-Magdalene-
It took forever to find one. A witch, I mean. It took years of traveling and false claims and multiple breakdowns before I had found her. She wasn't one of a person to strike me as a witch. She was young, or she appeared to be. She couldn't have been any great deal older than I was at the time, maybe in her late twenties. She had smiled very toothily, and offered me tour around her home. She had given me a cup of tea at her wood-crafted kitchen table. I had greeted her with a handshake.
It felt as normal and as systematic as the signing of a legal document, and we both parted with kind words and waves of our hands. She watched me as I drove, until I was out of her sight. I couldn't help but feel wary, though sound in my decision. One healthy, cancer free mother, with 25 more years to her, and good luck cast upon the family, in exchange for the small fee of my first born child. It was a bargain deal, no doubt in my mind or hers. As witches go, she was extremely generous.
You see, my mother was very ill, and my father had passed years ago. I had four younger siblings, ages 14-22, with myself being 24 and the main breadwinner of the family. We were going under; where we had once treaded water had become a whirlpool that we could not swim from.
I considered myself too busy for a relationship, for a new family, as I practically had children of my own to care for. I was never attracted or attached to anyone, I figured I wouldn't need my womb for anything. I had sold some of my eggs from my ovaries for a bit of food money, but my mother had made me promise to keep a few.
"Just in case, Madge, just in case," she'd drawl, hands wrung into mine, "you may change your mind, it really is different when they're your own."
I had done it for her, I didn't want any children, I never had. I had kept them to make her feel better, as the more cynical and pessimistic side of me had known she wouldn't be around much longer. I didn't want to, because selling all of them would mean that I would have that little extra bit of cash, but it turned out to be a good thing. The deal required me to have at least one child, no matter how, and that I must give it to the witch before I turned 35. Simple, honestly.
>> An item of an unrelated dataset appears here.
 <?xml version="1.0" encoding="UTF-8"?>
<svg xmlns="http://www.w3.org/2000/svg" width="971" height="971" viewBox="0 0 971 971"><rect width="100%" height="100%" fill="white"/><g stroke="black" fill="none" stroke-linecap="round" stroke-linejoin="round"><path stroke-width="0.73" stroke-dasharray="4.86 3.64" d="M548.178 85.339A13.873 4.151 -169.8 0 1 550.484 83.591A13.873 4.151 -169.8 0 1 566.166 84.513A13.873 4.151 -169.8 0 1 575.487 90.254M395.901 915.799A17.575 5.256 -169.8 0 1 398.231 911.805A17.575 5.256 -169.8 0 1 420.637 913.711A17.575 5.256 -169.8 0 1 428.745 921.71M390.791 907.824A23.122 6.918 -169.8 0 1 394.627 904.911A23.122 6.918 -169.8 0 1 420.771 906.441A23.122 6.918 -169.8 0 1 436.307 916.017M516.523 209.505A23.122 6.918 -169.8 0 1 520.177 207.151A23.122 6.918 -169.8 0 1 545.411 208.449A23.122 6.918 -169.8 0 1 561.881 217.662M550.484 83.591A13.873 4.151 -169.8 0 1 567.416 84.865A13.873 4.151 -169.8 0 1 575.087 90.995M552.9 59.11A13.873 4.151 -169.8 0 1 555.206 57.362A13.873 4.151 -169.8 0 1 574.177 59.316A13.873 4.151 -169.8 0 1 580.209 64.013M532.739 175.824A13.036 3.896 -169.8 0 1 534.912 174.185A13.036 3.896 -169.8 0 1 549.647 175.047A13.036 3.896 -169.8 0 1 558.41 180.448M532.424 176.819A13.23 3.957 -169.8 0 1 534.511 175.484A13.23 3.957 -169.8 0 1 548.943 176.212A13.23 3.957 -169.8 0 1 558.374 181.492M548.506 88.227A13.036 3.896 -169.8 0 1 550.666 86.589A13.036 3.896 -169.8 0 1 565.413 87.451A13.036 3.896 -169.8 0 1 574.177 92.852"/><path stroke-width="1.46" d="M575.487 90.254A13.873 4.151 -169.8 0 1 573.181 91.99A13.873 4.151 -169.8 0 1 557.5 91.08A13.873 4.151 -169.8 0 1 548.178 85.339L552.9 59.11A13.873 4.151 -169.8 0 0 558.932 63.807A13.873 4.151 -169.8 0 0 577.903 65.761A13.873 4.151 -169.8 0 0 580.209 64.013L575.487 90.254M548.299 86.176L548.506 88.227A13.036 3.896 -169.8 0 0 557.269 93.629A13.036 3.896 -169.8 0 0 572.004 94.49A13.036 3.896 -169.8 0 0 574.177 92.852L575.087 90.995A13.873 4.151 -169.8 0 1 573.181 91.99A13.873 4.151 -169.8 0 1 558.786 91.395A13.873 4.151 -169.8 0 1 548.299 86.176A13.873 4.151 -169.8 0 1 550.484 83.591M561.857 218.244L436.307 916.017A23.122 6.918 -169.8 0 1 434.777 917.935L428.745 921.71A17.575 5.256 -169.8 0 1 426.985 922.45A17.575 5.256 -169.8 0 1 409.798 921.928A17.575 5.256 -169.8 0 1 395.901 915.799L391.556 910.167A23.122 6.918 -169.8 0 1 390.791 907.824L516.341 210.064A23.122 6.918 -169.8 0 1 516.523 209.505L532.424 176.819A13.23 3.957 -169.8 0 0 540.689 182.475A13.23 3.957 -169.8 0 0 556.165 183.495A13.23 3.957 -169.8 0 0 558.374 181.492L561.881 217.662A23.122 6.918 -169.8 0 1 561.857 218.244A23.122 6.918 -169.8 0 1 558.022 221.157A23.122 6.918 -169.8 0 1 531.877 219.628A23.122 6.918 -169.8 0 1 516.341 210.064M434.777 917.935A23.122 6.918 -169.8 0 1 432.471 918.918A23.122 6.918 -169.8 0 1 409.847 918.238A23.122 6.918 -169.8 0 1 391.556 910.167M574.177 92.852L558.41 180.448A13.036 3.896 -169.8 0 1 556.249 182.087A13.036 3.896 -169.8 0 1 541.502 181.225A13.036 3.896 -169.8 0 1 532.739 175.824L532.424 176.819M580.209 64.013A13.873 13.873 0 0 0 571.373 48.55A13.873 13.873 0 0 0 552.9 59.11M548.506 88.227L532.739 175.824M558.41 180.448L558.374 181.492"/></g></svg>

I wasn't looking forward to pregnancy, but it was a problem that I could put off for a few more years. It was a problem that I was willing to accept, so that I could live my life without having to care for all of my brothers and sisters. It wasn't purely selfish, but much of it was in thought of my own future. I wanted to do something, be someone, help people. I wanted to make life count, and the deal was an easy way to do so.
I was young. I wasn't thinking of anything but my mother's life and my future. I wasn't thinking of anything but the look on my youngest brother's face when Ma walked again.